- Interactive map of Elk Point
- Coordinates: 52°9′11″N 106°44′56″W﻿ / ﻿52.15306°N 106.74889°W
- Country: Canada
- Province: Saskatchewan
- City: Saskatoon
- Suburban Development Area: Blairmore
- Construction: 2013—Ongoing

Government
- • Type: Municipal (Ward 4)
- • Administrative body: Saskatoon City Council
- • Councillor: Troy Davies

Area
- • Total: 2.31 km^{2} (0.89 sq mi)

Population
- • Total: 10,290 (est. upon buildout)
- • Average Income: $
- Time zone: UTC-6 (UTC)

= Elk Point, Saskatoon =

Elk Point is a proposed residential neighbourhood in Saskatoon, Saskatchewan, north of 33rd Street and west of the Dundonald community. It will be the second primarily residential neighbourhood to be developed in the city's Blairmore Sector.

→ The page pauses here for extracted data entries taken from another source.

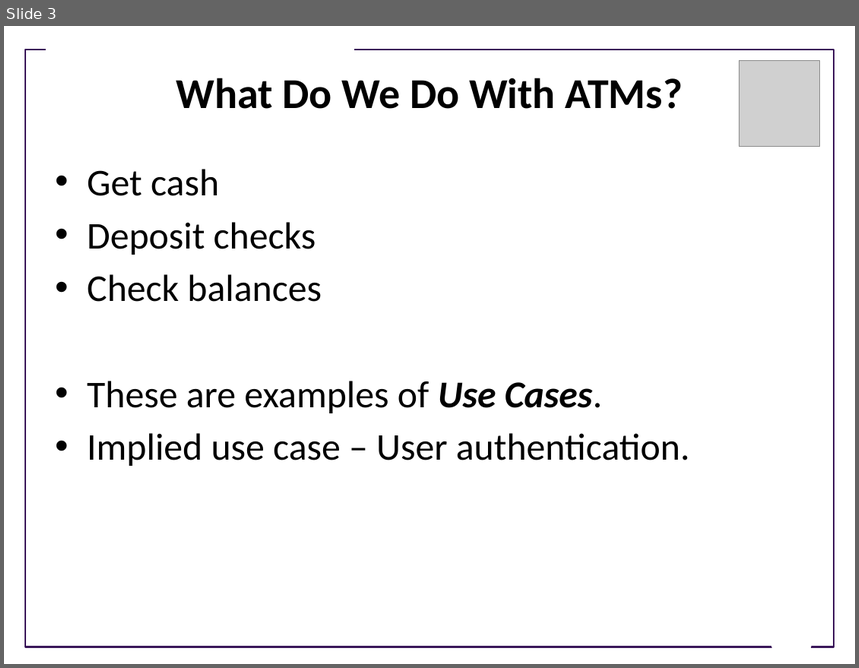
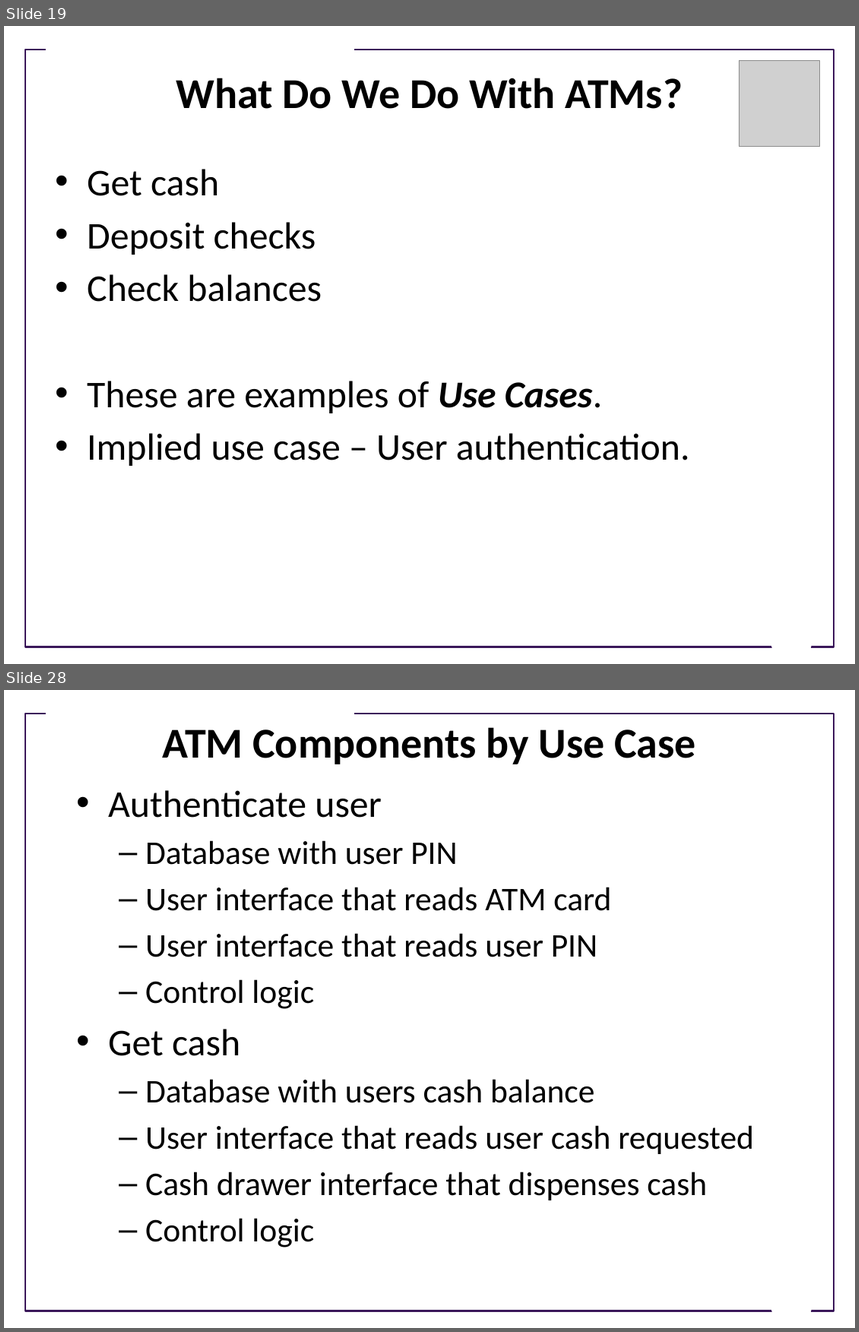
Before and after one commit to UWDIRECT/UWDIRECT.github.io, a slide deck: Wi22_content/SEDS/Use_cases.pptx. Shown one above the other, each under a label of ours: slide 3 before the commit, slides 19 and 28 after it; the slides between them are not shown. The pictures are 859x668 and 859x1332 pixels, drawn with LibreOffice and Linux fonts; fonts in the diff are those of the drawing; grey boxes stand for pictures; background and template pictures are left out. Boxes give left, top, right and bottom in pixels: in the first picture for what was removed or moved away, otherwise in the second. Text is boxed around its words. In the diff, an @@ line names an element or a change of style, - is before the commit and + after.

```diff
--- a/Wi22_content/SEDS/Use_cases.pptx
+++ b/Wi22_content/SEDS/Use_cases.pptx
@@ slide 28 added at box(4, 690, 855, 1328), background #FFFFFF; not listed: 3 template elements that a slide beside it also shows @@
@@ title added at box(162, 727, 696, 764), 36 pt, text #000000, bold @@
+ATM Components by Use Case
@@ text added at box(108, 790, 754, 1201), 28 pt, text #000000 @@
+• Authenticate user
+  – Database with user PIN
+  – User interface that reads ATM card
+  – User interface that reads user PIN
+  – Control logic
+• Get cash
+  – Database with users cash balance
+  – User interface that reads user cash requested
+  – Cash drawer interface that dispenses cash
+  – Control logic
@@ what was slide 3 is now slide 19 @@
```
Also in this commit, not shown: 2 slides changed, 28 other slides added, 2 slides removed.
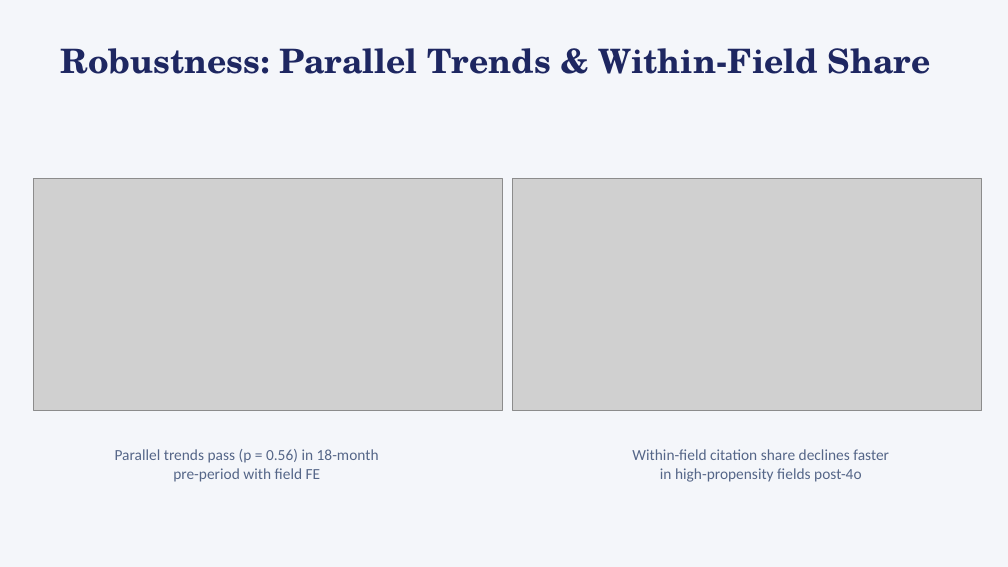
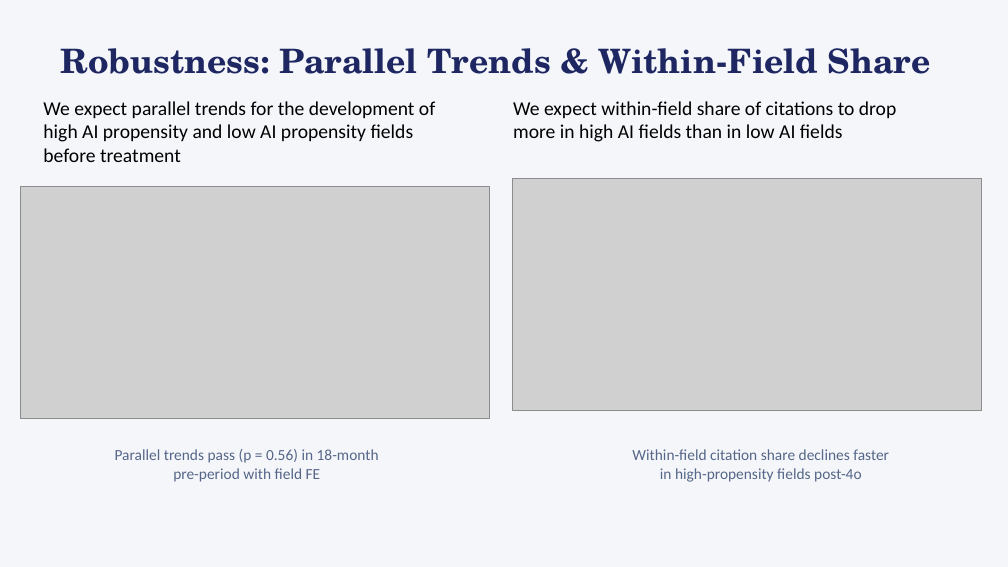
Before and after one commit to bheim/aig_final_project, a slide deck: slide 12 of presentation.pptx (slide 6 before the commit). Drawn at 1008x567 pixels with LibreOffice and Linux fonts; fonts in the diff are those of the drawing; grey boxes stand for pictures. Boxes give left, top, right and bottom in pixels: in the first picture for what was removed or moved away, otherwise in the second. Text is boxed around its words. In the diff, an @@ line names an element or a change of style, - is before the commit and + after.

```diff
--- a/presentation.pptx
+++ b/presentation.pptx
@@ text added at (43,101,435,162), 14 pt, text #000000 @@
+We expect parallel trends for the development of high AI propensity and low AI propensity fields before treatment
@@ text added at (513,101,896,142), 14 pt, text #000000 @@
+We expect within-field share of citations to drop more in high AI fields than in low AI fields
@@ picture: place and size @@
-picture at (33,178,502,410)
+picture at (20,186,489,418)
```
Also in this commit, not shown: 5 other slides changed, 11 slides added, 2 other files.
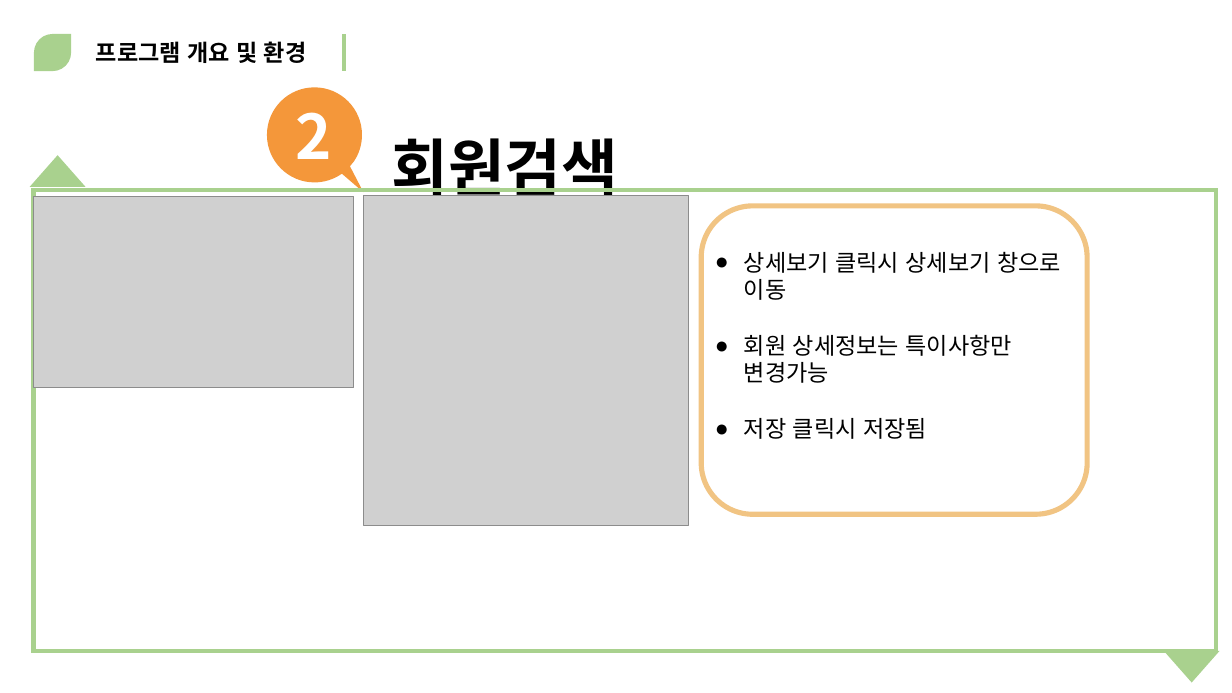
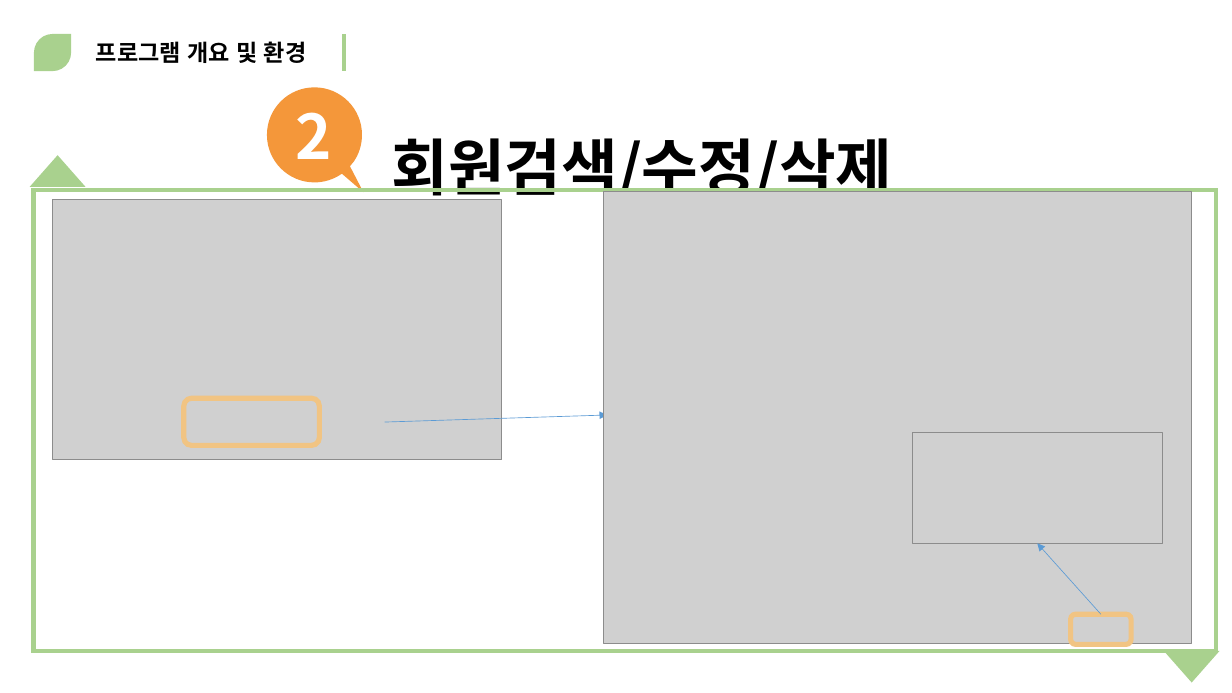
Before and after one commit to MinSu-Kim/java_web_male, a slide deck: slide 14 of document/사발면.pptx (slide 15 before the commit). Drawn at 1232x693 pixels with LibreOffice and Linux fonts; fonts in the diff are those of the drawing; grey boxes stand for pictures. Boxes give left, top, right and bottom in pixels: in the first picture for what was removed or moved away, otherwise in the second. Text is boxed around its words. In the diff, an @@ line names an element or a change of style, - is before the commit and + after.

```diff
--- a/document/사발면.pptx
+++ b/document/사발면.pptx
@@ text at box(391, 138, 892, 206): text changed @@
-회원검색
+회원검색/수정/삭제
@@ picture removed at box(33, 196, 354, 387) @@
@@ picture added at box(53, 200, 502, 460) @@
@@ picture removed at box(363, 196, 689, 526) @@
@@ picture added at box(604, 200, 1175, 635) @@
@@ picture added at box(604, 191, 1192, 643) @@
@@ rounded rectangle removed at box(701, 206, 1088, 515) @@
@@ text removed at box(744, 251, 1061, 439) @@
-● 상세보기 클릭시 상세보기 창으로 이동
-● 회원 상세정보는 특이사항만 변경가능
-● 저장 클릭시 저장됨
@@ rectangle removed at box(1088, 343, 1099, 584) @@
@@ rounded rectangle added at box(184, 398, 320, 445), outline #F1C483 4 pt @@
@@ arrow added from (384, 422) to (607, 415), #5B9BD5 0.5 pt @@
@@ picture added at box(912, 433, 1163, 543) @@
@@ arrow added from (1101, 615) to (1038, 543), #5B9BD5 0.5 pt @@
@@ rounded rectangle added at box(1071, 615, 1131, 645), outline #F1C483 4 pt @@
```
Also in this commit, not shown: 23 other slides changed, 5 slides added.
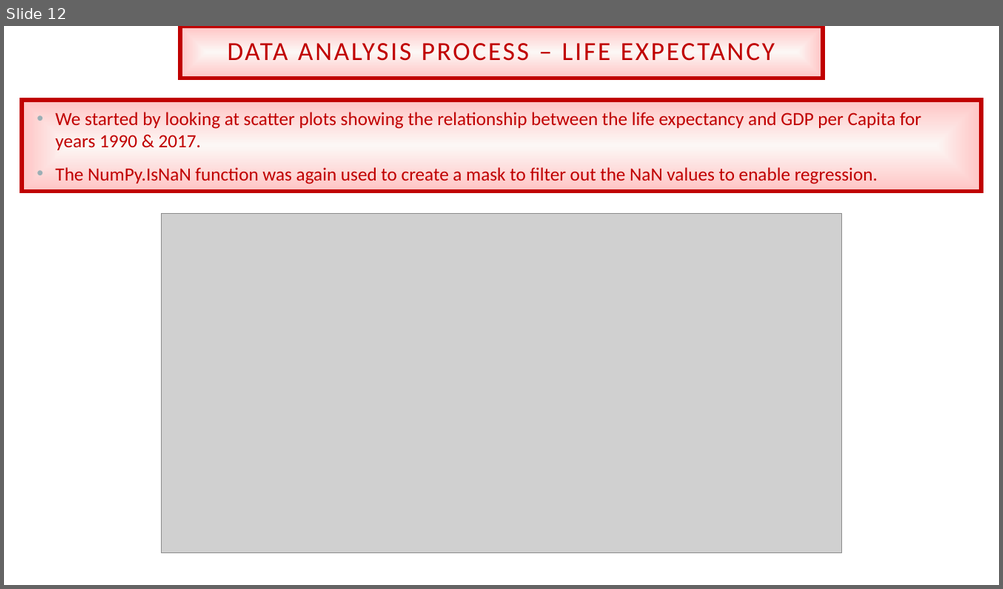
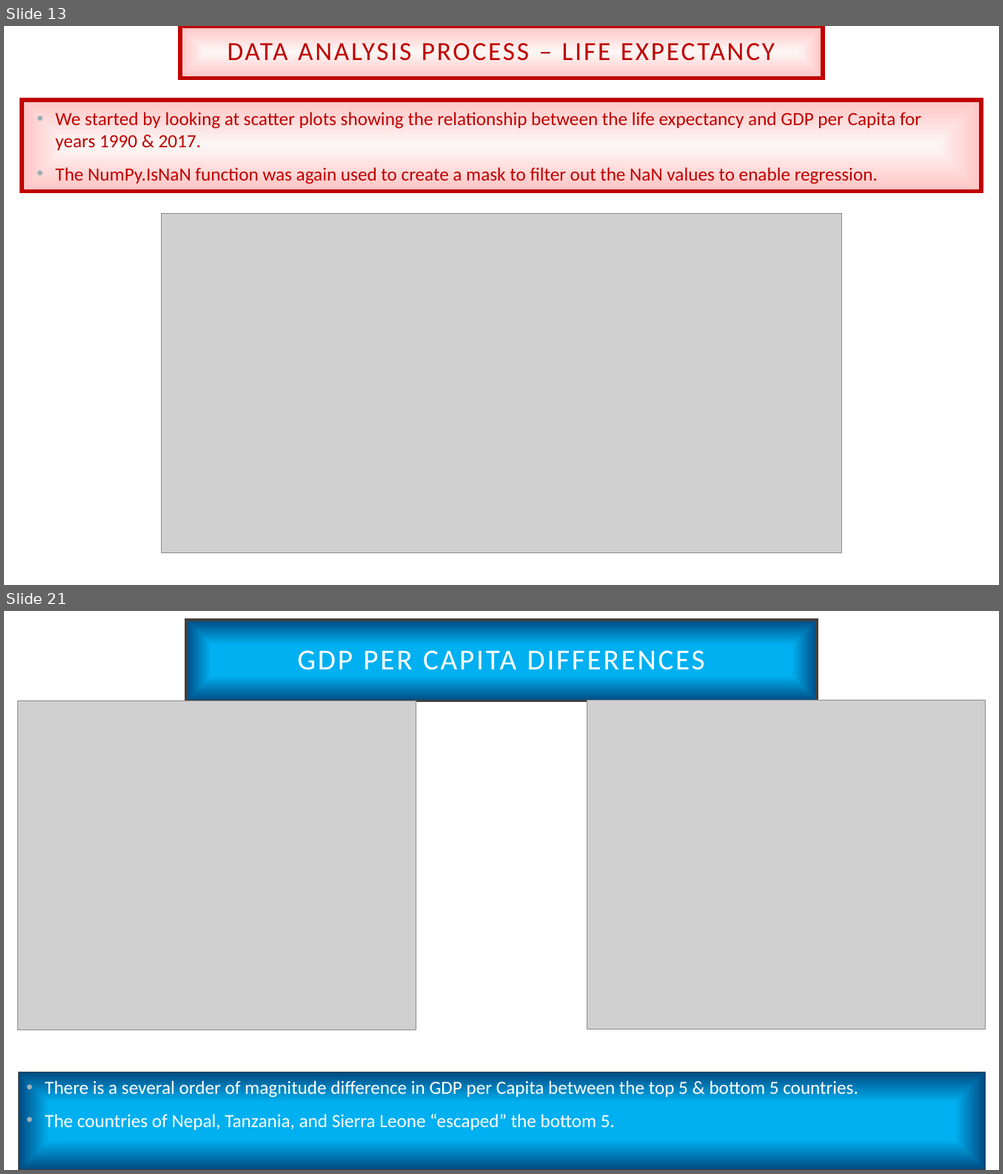
Before and after one commit to TVanEyck/Project1, a slide deck: Impacts of Trade on National Productivity and Well-Being.pptx. Shown one above the other, each under a label of ours: slide 12 before the commit, slides 13 and 21 after it; the slides between them are not shown. The pictures are 1003x589 and 1003x1174 pixels, drawn with LibreOffice and Linux fonts; fonts in the diff are those of the drawing; grey boxes stand for pictures; background and template pictures are left out. Boxes give left, top, right and bottom in pixels: in the first picture for what was removed or moved away, otherwise in the second. Text is boxed around its words. In the diff, an @@ line names an element or a change of style, - is before the commit and + after.

```diff
--- a/Impacts of Trade on National Productivity and Well-Being.pptx
+++ b/Impacts of Trade on National Productivity and Well-Being.pptx
@@ slide 21 added at box(4, 611, 999, 1170), background picture (left out) @@
@@ title added at box(186, 620, 817, 701), fill gradient #00B0F0 to #004A82, outline #404040 2.5 pt, 28 pt, text #FFFFFF @@
+GDP PER CAPITA DIFFERENCES
@@ picture added at box(18, 701, 416, 1031) @@
@@ picture added at box(586, 701, 984, 1031) @@
@@ text added at box(19, 1073, 985, 1170), fill gradient #00B0F0 to #004A82, outline #404040 0.75 pt, 18 pt, text #FFFFFF @@
+• There is a several order of magnitude difference in GDP per Capita between the top 5 & bottom 5 countries.
+• The countries of Nepal, Tanzania, and Sierra Leone “escaped” the bottom 5.
@@ what was slide 12 is now slide 13 @@
```
Also in this commit, not shown: 1 slide changed, 9 other slides added, 4 other files.

The neighbourhood is expected to accommodate a mix of housing options while supporting connectivity for all modes of transportation. Upon completion, Elk Point is expected to be home to approximately 10,000 residents. As of April 2017, Elk Point was in the planning phase.

Some early servicing work was already underway by the spring of 2017, prior to the community plan being officially presented to Saskatoon City Council. As of early 2019, full development of the community had yet to commence.